In that structure, a candidate accepting an in-person interview after a phone interview is a win while a candidate declining is a loss. To avoid having that loss count against them, recruiters may wait until a candidate accepts an interview to advance them to the interview stage in the ATS.
But dropouts are important for data science too. High dropout rates and late-stage dropouts can signal an overly long hiring process or other problems that are turning candidates away. If candidates are declining phone interviews, for example, you need to know that. Everyone on your hiring team should update each candidate’s status in the ATS in real time.

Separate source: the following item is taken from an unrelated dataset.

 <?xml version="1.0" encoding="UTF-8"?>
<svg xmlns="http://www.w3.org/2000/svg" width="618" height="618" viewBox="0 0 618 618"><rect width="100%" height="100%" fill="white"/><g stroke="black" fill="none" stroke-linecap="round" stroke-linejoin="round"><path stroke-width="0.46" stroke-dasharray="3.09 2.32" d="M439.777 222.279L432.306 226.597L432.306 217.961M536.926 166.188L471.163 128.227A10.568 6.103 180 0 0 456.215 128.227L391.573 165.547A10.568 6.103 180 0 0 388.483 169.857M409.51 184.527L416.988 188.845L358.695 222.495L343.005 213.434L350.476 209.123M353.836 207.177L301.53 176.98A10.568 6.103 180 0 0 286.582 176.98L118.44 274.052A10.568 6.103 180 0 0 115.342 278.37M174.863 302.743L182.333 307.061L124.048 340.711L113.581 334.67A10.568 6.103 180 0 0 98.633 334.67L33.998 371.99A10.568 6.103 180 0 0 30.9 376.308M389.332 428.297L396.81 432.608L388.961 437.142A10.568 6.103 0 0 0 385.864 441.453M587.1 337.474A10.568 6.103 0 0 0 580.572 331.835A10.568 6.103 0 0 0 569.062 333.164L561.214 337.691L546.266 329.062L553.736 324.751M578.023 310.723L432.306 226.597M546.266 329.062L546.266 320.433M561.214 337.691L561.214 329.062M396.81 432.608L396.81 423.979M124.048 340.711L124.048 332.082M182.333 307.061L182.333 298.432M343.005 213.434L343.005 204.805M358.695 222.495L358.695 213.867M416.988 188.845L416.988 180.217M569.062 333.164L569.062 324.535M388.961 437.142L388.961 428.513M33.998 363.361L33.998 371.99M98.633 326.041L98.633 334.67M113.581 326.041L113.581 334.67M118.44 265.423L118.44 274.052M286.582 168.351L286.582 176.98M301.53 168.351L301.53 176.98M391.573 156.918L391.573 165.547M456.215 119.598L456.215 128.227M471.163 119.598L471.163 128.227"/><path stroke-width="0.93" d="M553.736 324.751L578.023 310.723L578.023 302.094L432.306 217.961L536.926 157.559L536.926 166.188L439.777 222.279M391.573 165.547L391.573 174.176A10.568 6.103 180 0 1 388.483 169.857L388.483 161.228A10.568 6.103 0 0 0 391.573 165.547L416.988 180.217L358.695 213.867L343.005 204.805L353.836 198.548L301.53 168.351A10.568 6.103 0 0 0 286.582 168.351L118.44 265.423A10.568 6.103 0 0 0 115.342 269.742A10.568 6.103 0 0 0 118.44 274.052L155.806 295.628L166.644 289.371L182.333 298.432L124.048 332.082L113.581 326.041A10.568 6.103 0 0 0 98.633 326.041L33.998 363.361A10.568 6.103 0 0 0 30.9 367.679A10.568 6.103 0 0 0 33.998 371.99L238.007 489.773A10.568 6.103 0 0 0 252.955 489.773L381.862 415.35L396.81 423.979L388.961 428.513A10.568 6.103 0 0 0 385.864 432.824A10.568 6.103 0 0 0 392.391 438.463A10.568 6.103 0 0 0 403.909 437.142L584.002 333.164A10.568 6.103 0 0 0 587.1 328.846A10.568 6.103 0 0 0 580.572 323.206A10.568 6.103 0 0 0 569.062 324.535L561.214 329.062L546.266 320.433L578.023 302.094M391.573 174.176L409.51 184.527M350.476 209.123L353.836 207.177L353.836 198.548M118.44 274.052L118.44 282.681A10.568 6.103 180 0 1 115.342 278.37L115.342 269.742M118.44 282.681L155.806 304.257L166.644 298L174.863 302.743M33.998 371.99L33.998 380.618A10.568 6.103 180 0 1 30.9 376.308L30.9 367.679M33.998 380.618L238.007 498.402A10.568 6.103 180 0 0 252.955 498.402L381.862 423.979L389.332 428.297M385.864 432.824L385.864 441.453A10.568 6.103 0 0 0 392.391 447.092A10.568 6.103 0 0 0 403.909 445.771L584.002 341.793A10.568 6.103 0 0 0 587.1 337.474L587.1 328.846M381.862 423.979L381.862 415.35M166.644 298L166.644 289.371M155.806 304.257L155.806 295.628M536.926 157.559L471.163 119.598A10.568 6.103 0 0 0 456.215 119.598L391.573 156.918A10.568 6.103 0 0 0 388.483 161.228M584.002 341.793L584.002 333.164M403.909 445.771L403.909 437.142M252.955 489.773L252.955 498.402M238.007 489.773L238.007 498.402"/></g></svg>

Furthermore, you need all the data for accurate analytics. Research shows that 70% of all job listings result in a hire, which means nearly a third of all jobs go unfilled. To understand why that 30% don’t result in a hire, you need data on them. A better approach for the long term, therefore, is to incentivize clean data as well.
5. Train recruiters on basic data management and your ATS inner workings
Data management systems like your ATS aren’t intuitive and can’t make leaps of logic that humans can. They also have their own quirks and even hidden fields.
Free text fields can get pretty unruly without consistent naming conventions. While your recruiters understand that ‘LinkedIn’ and ‘LI’ are the same source, your ATS doesn’t.
Instead of all candidates sourced from LinkedIn going into the same bucket, your ATS will split candidates into separate ‘LinkedIn’ and ‘LI’ buckets. Then someone has to go in and manually combine the two buckets.
If you have someone on your team who’s an expert in your ATS, have them train your recruiters on basic data management and how your company is using your ATS specifically. Make sure they cover any ATS usability issues you may have (e.g., ATS doesn’t do ‘bulk rejects’). A little training can go a long way towards cleaning the data in your ATS.
Clear recruiting analytics are vital
Clear recruiting analytics show trends that affect every hire, but only if the data going into the analysis are clean and represents the full pipeline.
Make sure you avoid using evergreen jobs, tie every candidate to a specific job, track all data including dropouts, and incentivize clean data. If you do, you’ll get clear, actionable recruiting analytics.